The data ->
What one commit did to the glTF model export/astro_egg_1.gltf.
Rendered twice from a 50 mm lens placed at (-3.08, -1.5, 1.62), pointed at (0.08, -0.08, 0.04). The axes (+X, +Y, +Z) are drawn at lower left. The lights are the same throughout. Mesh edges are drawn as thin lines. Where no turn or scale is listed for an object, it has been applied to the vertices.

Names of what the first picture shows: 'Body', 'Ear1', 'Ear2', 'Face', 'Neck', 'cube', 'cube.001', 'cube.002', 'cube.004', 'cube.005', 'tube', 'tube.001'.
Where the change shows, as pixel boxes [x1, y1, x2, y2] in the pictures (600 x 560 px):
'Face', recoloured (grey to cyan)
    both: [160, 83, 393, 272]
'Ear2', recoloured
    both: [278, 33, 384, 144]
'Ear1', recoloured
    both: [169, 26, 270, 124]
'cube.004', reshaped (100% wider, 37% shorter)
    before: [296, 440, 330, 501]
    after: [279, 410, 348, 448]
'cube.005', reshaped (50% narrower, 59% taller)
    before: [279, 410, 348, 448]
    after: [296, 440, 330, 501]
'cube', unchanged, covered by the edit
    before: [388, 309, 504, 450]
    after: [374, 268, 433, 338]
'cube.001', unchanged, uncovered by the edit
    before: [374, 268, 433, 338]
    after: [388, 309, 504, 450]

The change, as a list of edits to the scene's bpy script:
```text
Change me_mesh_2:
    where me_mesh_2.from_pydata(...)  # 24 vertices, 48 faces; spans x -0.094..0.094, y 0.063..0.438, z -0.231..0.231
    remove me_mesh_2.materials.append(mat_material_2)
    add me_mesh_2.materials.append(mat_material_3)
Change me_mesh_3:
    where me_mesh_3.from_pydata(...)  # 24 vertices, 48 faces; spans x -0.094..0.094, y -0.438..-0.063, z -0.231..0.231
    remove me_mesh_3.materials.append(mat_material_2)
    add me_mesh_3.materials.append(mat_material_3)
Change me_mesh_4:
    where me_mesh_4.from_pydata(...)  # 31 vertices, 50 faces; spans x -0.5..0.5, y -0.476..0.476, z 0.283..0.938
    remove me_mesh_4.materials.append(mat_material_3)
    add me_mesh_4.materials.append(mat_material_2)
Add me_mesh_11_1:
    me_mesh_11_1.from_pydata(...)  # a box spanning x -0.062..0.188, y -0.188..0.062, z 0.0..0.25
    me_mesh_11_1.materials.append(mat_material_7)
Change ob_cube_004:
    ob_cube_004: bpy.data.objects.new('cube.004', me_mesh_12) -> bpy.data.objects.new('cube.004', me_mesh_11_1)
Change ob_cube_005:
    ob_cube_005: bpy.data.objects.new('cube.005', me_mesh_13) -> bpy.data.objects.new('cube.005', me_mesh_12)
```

Your assignment -> Reproduce the data above in full. Leave nothing out.

Reply to the task ->
What one commit did to the glTF model export/astro_egg_1.gltf.
Rendered twice from a 50 mm lens placed at (-3.08, -1.5, 1.62), pointed at (0.08, -0.08, 0.04). The axes (+X, +Y, +Z) are drawn at lower left. The lights are the same throughout. Mesh edges are drawn as thin lines. Where no turn or scale is listed for an object, it has been applied to the vertices.

Names of what the first picture shows: 'Body', 'Ear1', 'Ear2', 'Face', 'Neck', 'cube', 'cube.001', 'cube.002', 'cube.004', 'cube.005', 'tube', 'tube.001'.
Where the change shows, as pixel boxes [x1, y1, x2, y2] in the pictures (600 x 560 px):
'Face', recoloured (grey to cyan)
    both: [160, 83, 393, 272]
'Ear2', recoloured
    both: [278, 33, 384, 144]
'Ear1', recoloured
    both: [169, 26, 270, 124]
'cube.004', reshaped (100% wider, 37% shorter)
    before: [296, 440, 330, 501]
    after: [279, 410, 348, 448]
'cube.005', reshaped (50% narrower, 59% taller)
    before: [279, 410, 348, 448]
    after: [296, 440, 330, 501]
'cube', unchanged, covered by the edit
    before: [388, 309, 504, 450]
    after: [374, 268, 433, 338]
'cube.001', unchanged, uncovered by the edit
    before: [374, 268, 433, 338]
    after: [388, 309, 504, 450]

The change, as a list of edits to the scene's bpy script:
```text
Change me_mesh_2:
    where me_mesh_2.from_pydata(...)  # 24 vertices, 48 faces; spans x -0.094..0.094, y 0.063..0.438, z -0.231..0.231
    remove me_mesh_2.materials.append(mat_material_2)
    add me_mesh_2.materials.append(mat_material_3)
Change me_mesh_3:
    where me_mesh_3.from_pydata(...)  # 24 vertices, 48 faces; spans x -0.094..0.094, y -0.438..-0.063, z -0.231..0.231
    remove me_mesh_3.materials.append(mat_material_2)
    add me_mesh_3.materials.append(mat_material_3)
Change me_mesh_4:
    where me_mesh_4.from_pydata(...)  # 31 vertices, 50 faces; spans x -0.5..0.5, y -0.476..0.476, z 0.283..0.938
    remove me_mesh_4.materials.append(mat_material_3)
    add me_mesh_4.materials.append(mat_material_2)
Add me_mesh_11_1:
    me_mesh_11_1.from_pydata(...)  # a box spanning x -0.062..0.188, y -0.188..0.062, z 0.0..0.25
    me_mesh_11_1.materials.append(mat_material_7)
Change ob_cube_004:
    ob_cube_004: bpy.data.objects.new('cube.004', me_mesh_12) -> bpy.data.objects.new('cube.004', me_mesh_11_1)
Change ob_cube_005:
    ob_cube_005: bpy.data.objects.new('cube.005', me_mesh_13) -> bpy.data.objects.new('cube.005', me_mesh_12)
```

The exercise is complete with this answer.